3. Disturbance Rejection
We inject a persistent random disturbance signal (simulating turbulent wind) into the quadrotor drone’s roll channel during flight. The results are summarized below:
| Control Method | Max Deviation from Setpoint | Settling Time after Disturbance | Steady-State Error |
|---|---|---|---|
| Manual ADRC | High | Long | Visible fluctuation |
| SOA-ADRC | Medium | Medium | Very Small |
| SOAI-ADRC | Low | Short | Negligible |
The SOAI-ADRC controller, equipped with its optimally tuned ESO, demonstrates superior estimation and cancellation of the disturbance. The roll angle deviation is smallest and recovers quickest, showcasing excellent anti-disturbance capability for the quadrotor drone.

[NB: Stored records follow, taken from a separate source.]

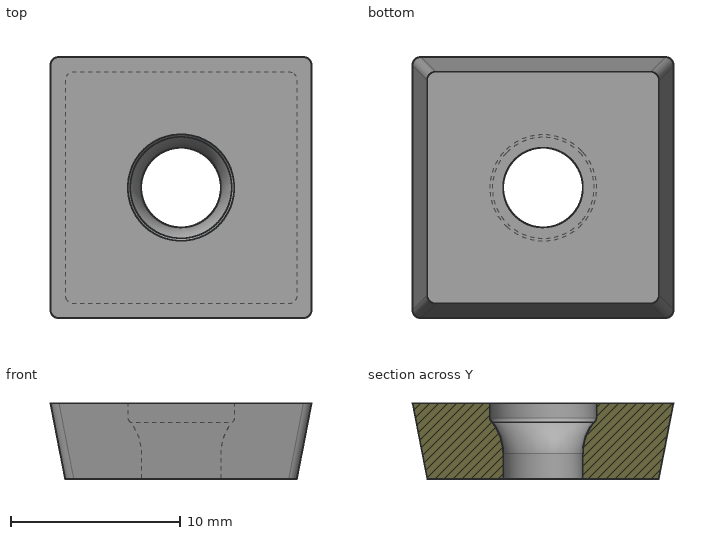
import cadquery as cq
import math

top_width = 15.45
thickness = 4.5
relief_angle = 11.0
corner_radius = 0.5

bore_diameter = 4.7
recess_diameter = 6.3
recess_depth = 0.87
floor_radius = 0.3
floor_sweep = 60.0
seat_height = 1.85


def rounded_square(width):
    """Square outline centred on Z, with rounded corners."""
    return cq.Sketch().rect(width, width).vertices().fillet(corner_radius)


def make_body():
    """Tapered square plate with rounded upright corners; top face at z = thickness."""
    bottom_width = top_width - 2 * thickness * math.tan(math.radians(relief_angle))
    top_outline = rounded_square(top_width).moved(cq.Location(cq.Vector(0, 0, thickness)))
    return cq.Workplane("XY").placeSketch(rounded_square(bottom_width), top_outline).loft(ruled=True)


def make_screw_hole():
    """Revolved cutter; the convex seat runs tangent into the bore."""
    bore_radius = bore_diameter / 2
    recess_radius = recess_diameter / 2
    sweep = math.radians(floor_sweep)
    seat_top_radius = recess_radius - floor_radius * (1 - math.cos(sweep))
    wall_bottom = thickness - recess_depth
    seat_top = wall_bottom - floor_radius * math.sin(sweep)
    seat_bottom = seat_top - seat_height
    return (
        cq.Workplane("XZ")
        .lineTo(bore_radius, 0)
        .lineTo(bore_radius, seat_bottom)
        .tangentArcPoint((seat_top_radius, seat_top), relative=False)
        .radiusArc((recess_radius, wall_bottom), -floor_radius)
        .lineTo(recess_radius, thickness)
        .lineTo(0, thickness)
        .close()
        .revolve(360, (0, 0, 0), (0, 1, 0))
    )


result = make_body().cut(make_screw_hole())
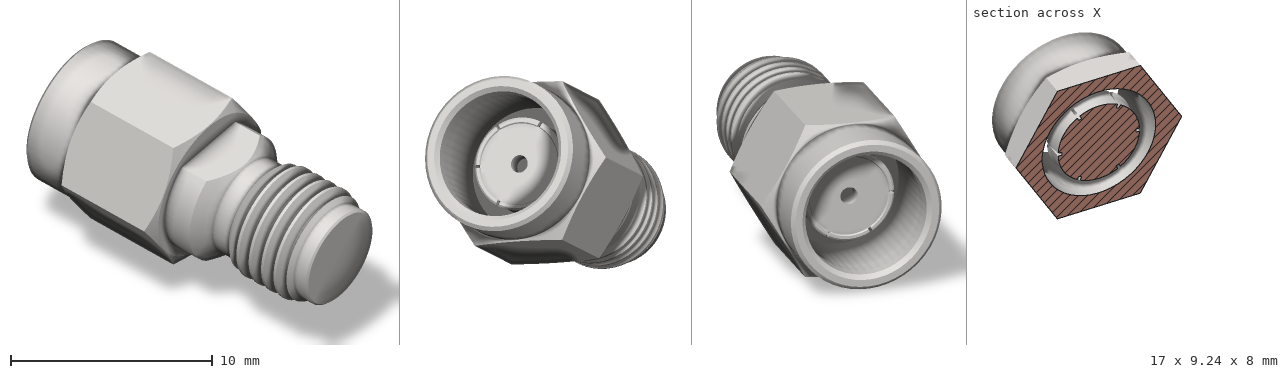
import cadquery as cq
import math

overall_length = 17.0

collar_radius = 3.91
collar_rim_chamfer = 0.19
hex_start = 2.58
hex_end = 8.6
hex_across_flats = 8.0
hex_chamfer_radius = 3.96
hex_chamfer_angle = 30.0

bore_radius = 3.15
bore_depth = 4.93
bore_chamfer = 0.22

sleeve_tip_x = 3.01
sleeve_outer_radius = 2.28
sleeve_inner_radius = 2.07
bead_outer_radius = 2.35
bead_inner_radius = 2.04
bead_chamfer = 0.1
bead_mouth_flare = 0.05
insulator_recess = 0.08
bead_length = 0.34
slot_count = 6
slot_width = 0.15
slot_depth = 1.36
contact_radius = 0.45
contact_depth = 2 * contact_radius

neck_radius = 3.45
neck_flats_width = 5.47
neck_end = 10.17
barrel_radius = 2.64
barrel_end_chamfer = 0.1

thread_start = 12.0
thread_end = 16.2
first_ridge_x = 12.15
last_ridge_x = 16.1
ridge_count = 6
crest_radius = 3.1
crest_width = 0.15
flank_angle = 60.0


def revolve_about_x(points):
    """Turn a closed outline of (x, radius) points around the X axis."""
    return cq.Workplane("XY").polyline(points).close().revolve(360, (0, 0, 0), (1, 0, 0))


def cylinder(start, end, radius):
    """Solid cylinder along X."""
    return cq.Workplane("YZ", origin=(start, 0, 0)).circle(radius).extrude(end - start)


def make_collar():
    collar = cylinder(0, hex_start, collar_radius)
    return collar.faces("<X").chamfer(collar_rim_chamfer)


def make_hex():
    """Hexagon with corners on Y, both ends turned to a shallow cone."""
    corner_radius = hex_across_flats / math.sqrt(3)
    prism = (
        cq.Workplane("YZ", origin=(hex_start, 0, 0))
        .polygon(6, 2 * corner_radius)
        .extrude(hex_end - hex_start)
    )
    cone_length = (corner_radius - hex_chamfer_radius) * math.tan(math.radians(hex_chamfer_angle))
    envelope = revolve_about_x([
        (hex_start, 0),
        (hex_start, hex_chamfer_radius),
        (hex_start + cone_length, corner_radius),
        (hex_end - cone_length, corner_radius),
        (hex_end, hex_chamfer_radius),
        (hex_end, 0),
    ])
    return prism.intersect(envelope)


def make_neck():
    """Round neck with a 45 degree shoulder, flattened on top and bottom."""
    shoulder_end = neck_end + neck_radius - barrel_radius
    turned = revolve_about_x([
        (hex_end, 0),
        (hex_end, neck_radius),
        (neck_end, neck_radius),
        (shoulder_end, barrel_radius),
        (shoulder_end, 0),
    ])
    length = shoulder_end - hex_end
    flats = cq.Workplane("XY", origin=(hex_end + length / 2, 0, 0)).box(
        length, 2 * neck_radius, neck_flats_width
    )
    return turned.intersect(flats)


def make_barrel():
    barrel = cylinder(hex_end, overall_length, barrel_radius)
    return barrel.faces(">X").chamfer(barrel_end_chamfer)


def make_thread():
    """Ridges around the barrel, trimmed by a 45 degree cone at each end."""
    ridge_height = crest_radius - barrel_radius
    half_crest = crest_width / 2
    half_base = half_crest + ridge_height / math.tan(math.radians(flank_angle))
    spacing = (last_ridge_x - first_ridge_x) / (ridge_count - 1)
    ridges = cylinder(thread_start, thread_end, barrel_radius)
    for index in range(ridge_count):
        center = first_ridge_x + index * spacing
        ridges = ridges.union(revolve_about_x([
            (center - half_base, 0),
            (center - half_base, barrel_radius),
            (center - half_crest, crest_radius),
            (center + half_crest, crest_radius),
            (center + half_base, barrel_radius),
            (center + half_base, 0),
        ]))
    envelope = revolve_about_x([
        (thread_start, 0),
        (thread_start, barrel_radius),
        (thread_start + ridge_height, crest_radius),
        (thread_end - ridge_height, crest_radius),
        (thread_end, barrel_radius),
        (thread_end, 0),
    ])
    return ridges.intersect(envelope)


def make_bore():
    """Cavity of the plug with a countersunk mouth."""
    return revolve_about_x([
        (0, 0),
        (0, bore_radius + bore_chamfer),
        (bore_chamfer, bore_radius),
        (bore_depth, bore_radius),
        (bore_depth, 0),
    ])


def make_sleeve():
    """Slotted sleeve whose tip carries a bead, chamfered outside and flared inside."""
    bead_start = sleeve_tip_x + bead_chamfer
    bead_end = sleeve_tip_x + bead_length
    sleeve = revolve_about_x([
        (sleeve_tip_x, bead_inner_radius + bead_mouth_flare),
        (sleeve_tip_x, bead_outer_radius - bead_chamfer),
        (bead_start, bead_outer_radius),
        (bead_end, sleeve_outer_radius),
        (bore_depth, sleeve_outer_radius),
        (bore_depth, sleeve_inner_radius),
        (bead_end, sleeve_inner_radius),
        (sleeve_tip_x + insulator_recess, bead_inner_radius),
    ])
    for index in range(slot_count // 2):
        slot = (
            cq.Workplane("XY", origin=(sleeve_tip_x + slot_depth / 2, 0, 0))
            .box(slot_depth, 2 * bore_radius, slot_width)
            .rotate((0, 0, 0), (1, 0, 0), index * 360 / slot_count)
        )
        sleeve = sleeve.cut(slot)
    return sleeve


def make_insulator():
    """Disc filling the sleeve just behind its flared mouth, with a central contact hole."""
    front = sleeve_tip_x + insulator_recess
    insulator = cylinder(front, bore_depth, sleeve_inner_radius)
    return insulator.cut(cylinder(front, front + contact_depth, contact_radius))


shell = make_collar().union(make_hex()).union(make_neck()).union(make_barrel()).union(make_thread())
result = shell.cut(make_bore()).union(make_sleeve()).union(make_insulator())
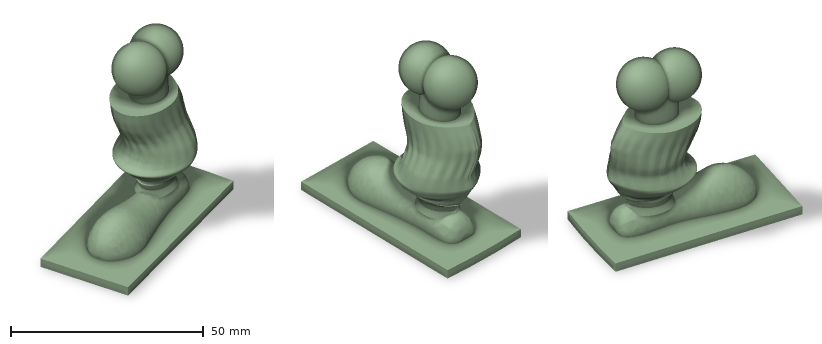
import cadquery as cq
import math

plate_width = 26.54
plate_length = 55.32
plate_height = 2.65
plate_edge_bow = 0.4
plate_front_taper = 0.4

knee_top = 54.85
knee_x = -1.7
knee_y = 8.35
ball_radius = 7.15
ball_spacing = 9.1
ball_z = knee_top - ball_radius
neck_y = 9.0
neck_bottom_radii = (5.0, 6.0)
neck_top_radii = (4.4, 5.9)

trouser_top = 37.1
trouser_bottom = 12.2
ankle_joint = (-4.5, 5.0, 4.1, 18.0)
trouser_sections = [
    (trouser_top, -10.9, 6.1, -3.0, 19.1),
    (34.0, -10.7, 6.1, -2.9, 21.2),
    (31.0, -10.5, 6.3, -2.1, 22.5),
    (28.0, -10.6, 6.9, -0.3, 22.4),
    (26.0, -10.6, 8.0, 0.8, 22.1),
    (23.0, -9.6, 9.7, 0.8, 21.8),
    (21.3, -10.2, 10.2, 0.6, 21.9),
    (19.7, -11.0, 10.6, -0.6, 22.5),
    (18.2, -11.0, 10.7, -2.7, 21.8),
    (16.7, -9.7, 9.8, -0.8, 20.8),
    (15.2, -8.0, 7.2, 0.5, 20.0),
    (14.1, -6.2, 7.2, 1.6, 19.4),
    (trouser_bottom, *ankle_joint),
]
trouser_levels = 28
back_narrowing = 0.45

pleat_count = 22
pleat_depth = 0.35
pleat_bottom = 19.0
points_per_pleat = 4

ankle_sections = [
    (trouser_bottom, *ankle_joint),
    (11.5, -4.9, 4.9, 3.4, 17.2),
    (9.6, -4.5, 4.5, 4.1, 16.4),
    (7.6, -5.2, 5.2, 3.0, 17.4),
]

shoe_sections = [
    (20.6, 0.1, 1.8, 1.8),
    (20.2, 0.1, 3.4, 3.4),
    (19.0, 0.2, 4.6, 5.1),
    (16.5, 0.2, 5.3, 6.2),
    (10.0, 0.3, 5.3, 5.9),
    (3.5, 0.6, 5.4, 6.2),
    (-5.0, 0.6, 6.6, 7.9),
    (-11.5, 0.7, 7.3, 9.1),
    (-15.5, 0.5, 6.6, 7.8),
    (-18.4, 0.3, 4.8, 5.5),
    (-20.0, 0.2, 2.8, 3.3),
    (-20.5, 0.2, 0.8, 1.0),
]
shoe_outline_points = 16


def make_plate():
    """Flat plate centred on the origin, standing on Z = 0."""
    half_width = plate_width / 2
    half_length = plate_length / 2
    corner_y = half_length - plate_edge_bow
    return (
        cq.Workplane("XY")
        .moveTo(-half_width, -half_length)
        .lineTo(half_width - plate_front_taper, -half_length)
        .lineTo(half_width, corner_y)
        .threePointArc((0, half_length), (-half_width, corner_y))
        .close()
        .extrude(plate_height)
    )


def level_outline(z, left, right, front, back, pleat=0.0):
    """Closed smooth outline in a level plane; the back half narrows toward its tip."""
    mid_x = (left + right) / 2
    mid_y = (front + back) / 2
    half_width = (right - left) / 2
    half_depth = (back - front) / 2
    point_count = pleat_count * points_per_pleat
    points = []
    for step in range(point_count):
        angle = 2 * math.pi * step / point_count
        across = math.cos(angle)
        along = math.sin(angle)
        if along > 0:
            across *= abs(across) ** back_narrowing
        inset = pleat * (1 - math.cos(pleat_count * angle)) / 2
        x = mid_x + (half_width - inset) * across
        y = mid_y + (half_depth - inset) * along
        points.append(cq.Vector(x, y, z))
    return cq.Wire.assembleEdges([cq.Edge.makeSpline(points, periodic=True)])


def trouser_extremes(z):
    """Left, right, front and back extremes at a height, blended between the two nearest sections."""
    for upper, lower in zip(trouser_sections, trouser_sections[1:]):
        if z >= lower[0]:
            share = (z - lower[0]) / (upper[0] - lower[0])
            return [low + share * (high - low) for low, high in zip(lower[1:], upper[1:])]
    return ankle_joint


def make_trouser():
    """Pleated cloth leg, lofted smoothly through evenly spaced outlines."""
    outlines = []
    for level in range(trouser_levels + 1):
        z = trouser_top + (trouser_bottom - trouser_top) * level / trouser_levels
        pleat = 0.0
        if z > pleat_bottom:
            pleat = pleat_depth * math.sin(math.pi * (z - pleat_bottom) / (trouser_top - pleat_bottom))
        outlines.append(level_outline(z, *trouser_extremes(z), pleat))
    return cq.Workplane(cq.Solid.makeLoft(outlines))


def make_ankle():
    """Ankle with straight flanks, sunk into the shoe and joined to the trouser above."""
    outlines = [level_outline(*section) for section in ankle_sections]
    return cq.Workplane(cq.Solid.makeLoft(outlines, True))


def upright_outline(y, center_x, half_width, height):
    """Oval in an XZ plane, centred on the plate's top face."""
    points = []
    for step in range(shoe_outline_points):
        angle = 2 * math.pi * step / shoe_outline_points
        x = center_x + half_width * math.cos(angle)
        z = plate_height + height * math.sin(angle)
        points.append(cq.Vector(x, y, z))
    return cq.Wire.assembleEdges([cq.Edge.makeSpline(points, periodic=True)])


def make_shoe():
    """Loft of upright ovals, of which only the half above the plate is kept."""
    outlines = [upright_outline(*section) for section in shoe_sections]
    above_plate = (
        cq.Workplane("XY", origin=(0, 0, plate_height))
        .rect(plate_width, plate_length)
        .extrude(trouser_bottom)
    )
    return cq.Workplane(cq.Solid.makeLoft(outlines)).intersect(above_plate)


def make_knee():
    """Neck standing on the trouser's top face, with a ball in front and one behind."""
    body = (
        cq.Workplane("XY", origin=(knee_x, neck_y, trouser_top))
        .ellipse(*neck_bottom_radii)
        .workplane(offset=ball_z - trouser_top)
        .ellipse(*neck_top_radii)
        .loft()
    )
    for side in (-1, 1):
        ball_y = knee_y + side * ball_spacing / 2
        body = body.union(cq.Workplane("XY", origin=(knee_x, ball_y, ball_z)).sphere(ball_radius))
    return body


leg = make_plate().union(make_shoe()).union(make_ankle()).union(make_trouser())
knee = make_knee()
result = cq.Compound.makeCompound([leg.val(), knee.val()])
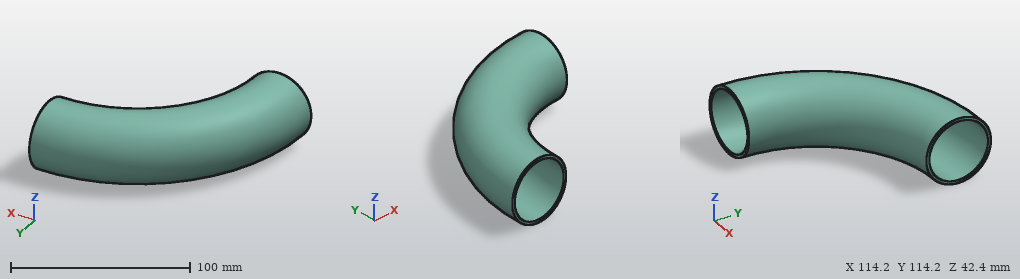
import cadquery as cq

overall_length = 114.2
outer_diameter = 42.4
inner_diameter = 38.4
bend_angle = 90.0

bend_radius = overall_length - outer_diameter / 2

pipe_section = (
    cq.Workplane("XZ")
    .center(-bend_radius, 0)
    .circle(outer_diameter / 2)
    .circle(inner_diameter / 2)
)

result = pipe_section.revolve(bend_angle, (bend_radius, 0, 0), (bend_radius, -1, 0))
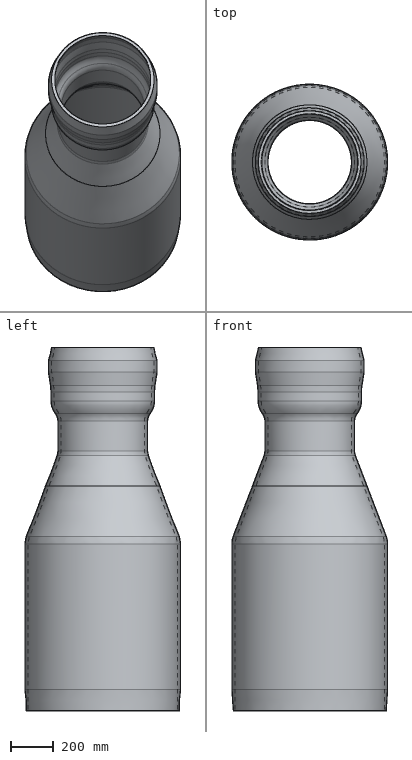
import cadquery as cq

WALL = 15.0
CONVEX_BEND = 100.0
CONCAVE_BEND = 60.0
TOTAL_HEIGHT = 1700.0
SPLIT_HEIGHT = 1052.0

BARREL_RADIUS = 730.0 / 2
NECK_RADIUS = 420.0 / 2
SOCKET_RADIUS = 485.0 / 2
RIM_RADIUS = 480.0 / 2
BULGE_RADIUS = RIM_RADIUS + WALL

CONE_BOTTOM = 799.0
CONE_TOP = 1204.0

NECK_TOP = 1355.0
SOCKET_BOTTOM = 1448.0
SOCKET_TOP = 1506.0
BULGE_BOTTOM = 1585.0
BULGE_TOP = 1637.0
SOCKET_BEND = 199.0

TAPER_HEIGHT = 100.0
TAPER_DEPTH = 7.0

split_fraction = (SPLIT_HEIGHT - CONE_BOTTOM) / (CONE_TOP - CONE_BOTTOM)
split_radius = BARREL_RADIUS + split_fraction * (NECK_RADIUS - BARREL_RADIUS)


def revolve_profile(profile):
    """Close a radius-height profile and turn it about the Z axis."""
    return profile.close().revolve(360, (0, 0, 0), (0, 1, 0))


def round_corner(body, radius, height, bend_radius):
    """Round the circular corner of the given radius and height."""
    corner = cq.selectors.BoxSelector(
        (-2 * radius, -2 * radius, height - WALL / 2),
        (2 * radius, 2 * radius, height + WALL / 2),
    )
    return body.edges("%CIRCLE").edges(corner).fillet(bend_radius)


def hollow(body):
    """Leave a wall of even thickness, open at both ends."""
    return body.faces("<Z or >Z").shell(-WALL)


def make_barrel():
    """Lower body: straight barrel, rounded shoulder and lower part of the cone."""
    profile = (
        cq.Workplane("XZ")
        .lineTo(BARREL_RADIUS, 0)
        .lineTo(BARREL_RADIUS, CONE_BOTTOM)
        .lineTo(split_radius, SPLIT_HEIGHT)
        .lineTo(0, SPLIT_HEIGHT)
    )
    body = revolve_profile(profile)
    body = round_corner(body, BARREL_RADIUS, CONE_BOTTOM, CONVEX_BEND)
    body = hollow(body)

    taper_cut = revolve_profile(
        cq.Workplane("XZ")
        .moveTo(BARREL_RADIUS - TAPER_DEPTH, 0)
        .lineTo(BARREL_RADIUS, TAPER_HEIGHT)
        .lineTo(BARREL_RADIUS, 0)
    )
    return body.cut(taper_cut).solids()


def make_neck():
    """Upper body: upper part of the cone, straight neck and bulged socket."""
    bend_share = CONVEX_BEND / (CONVEX_BEND + CONCAVE_BEND)
    bend_meeting = (
        SOCKET_RADIUS + bend_share * (NECK_RADIUS - SOCKET_RADIUS),
        SOCKET_BOTTOM + bend_share * (NECK_TOP - SOCKET_BOTTOM),
    )
    profile = (
        cq.Workplane("XZ")
        .moveTo(0, TOTAL_HEIGHT)
        .lineTo(RIM_RADIUS, TOTAL_HEIGHT)
        .lineTo(BULGE_RADIUS, BULGE_TOP)
        .lineTo(BULGE_RADIUS, BULGE_BOTTOM)
        .lineTo(SOCKET_RADIUS, SOCKET_TOP)
        .lineTo(SOCKET_RADIUS, SOCKET_BOTTOM)
        .tangentArcPoint(bend_meeting, relative=False)
        .tangentArcPoint((NECK_RADIUS, NECK_TOP), relative=False)
        .lineTo(NECK_RADIUS, CONE_TOP)
        .lineTo(split_radius, SPLIT_HEIGHT)
        .lineTo(0, SPLIT_HEIGHT)
    )
    body = revolve_profile(profile)
    body = round_corner(body, SOCKET_RADIUS, SOCKET_TOP, SOCKET_BEND)
    body = round_corner(body, NECK_RADIUS, CONE_TOP, CONCAVE_BEND)
    return hollow(body)


barrel = make_barrel()
neck = make_neck()
result = cq.Compound.makeCompound([barrel.val(), neck.val()])

4. Robustness to Model Uncertainty
A practical quadrotor drone’s inertial parameters ($I_x, I_y, I_z$) can vary due to payload changes or manufacturing tolerances. We test robustness by varying these moments of inertia by ±30% from their nominal values. While all ADRC variants show inherent robustness, the SOAI-ADRC exhibits the most consistent performance. The plots for the roll angle step response under different inertia values are virtually indistinguishable for SOAI-ADRC, whereas manual ADRC and SOA-ADRC show more noticeable variation in their transient responses. This indicates that the parameter set found by SOAI is more robust to plant variations, a vital feature for real-world quadrotor drone deployment.
Conclusion
The integration of an enhanced metaheuristic algorithm with a robust control framework presents a compelling solution for autonomous flight control. This work has developed and validated a self-tuning Active Disturbance Rejection Controller (ADRC) for a quadrotor drone, where the critical controller and observer gains are autonomously optimized by a modified Seeker Optimization Algorithm featuring adaptive inertia terms (SOAI). The modifications in search direction and step size calculation address limitations of the original SOA, leading to more efficient and reliable convergence to an optimal parameter set.
Comprehensive simulation studies demonstrate that the proposed SOAI-ADRC system outperforms both manually tuned ADRC and the original SOA-tuned ADRC. Key performance metrics for the quadrotor drone—including dynamic response speed, rejection of external wind-like disturbances, and robustness to internal parameter uncertainties—are all significantly enhanced. The system effectively solves the practical problem of tedious manual parameter tuning while maintaining the powerful disturbance estimation and rejection capabilities that are essential for reliable quadrotor drone operation in complex environments. This intelligent, adaptive control strategy provides a strong foundation for developing more autonomous and resilient unmanned aerial vehicles capable of performing demanding tasks with high precision and stability.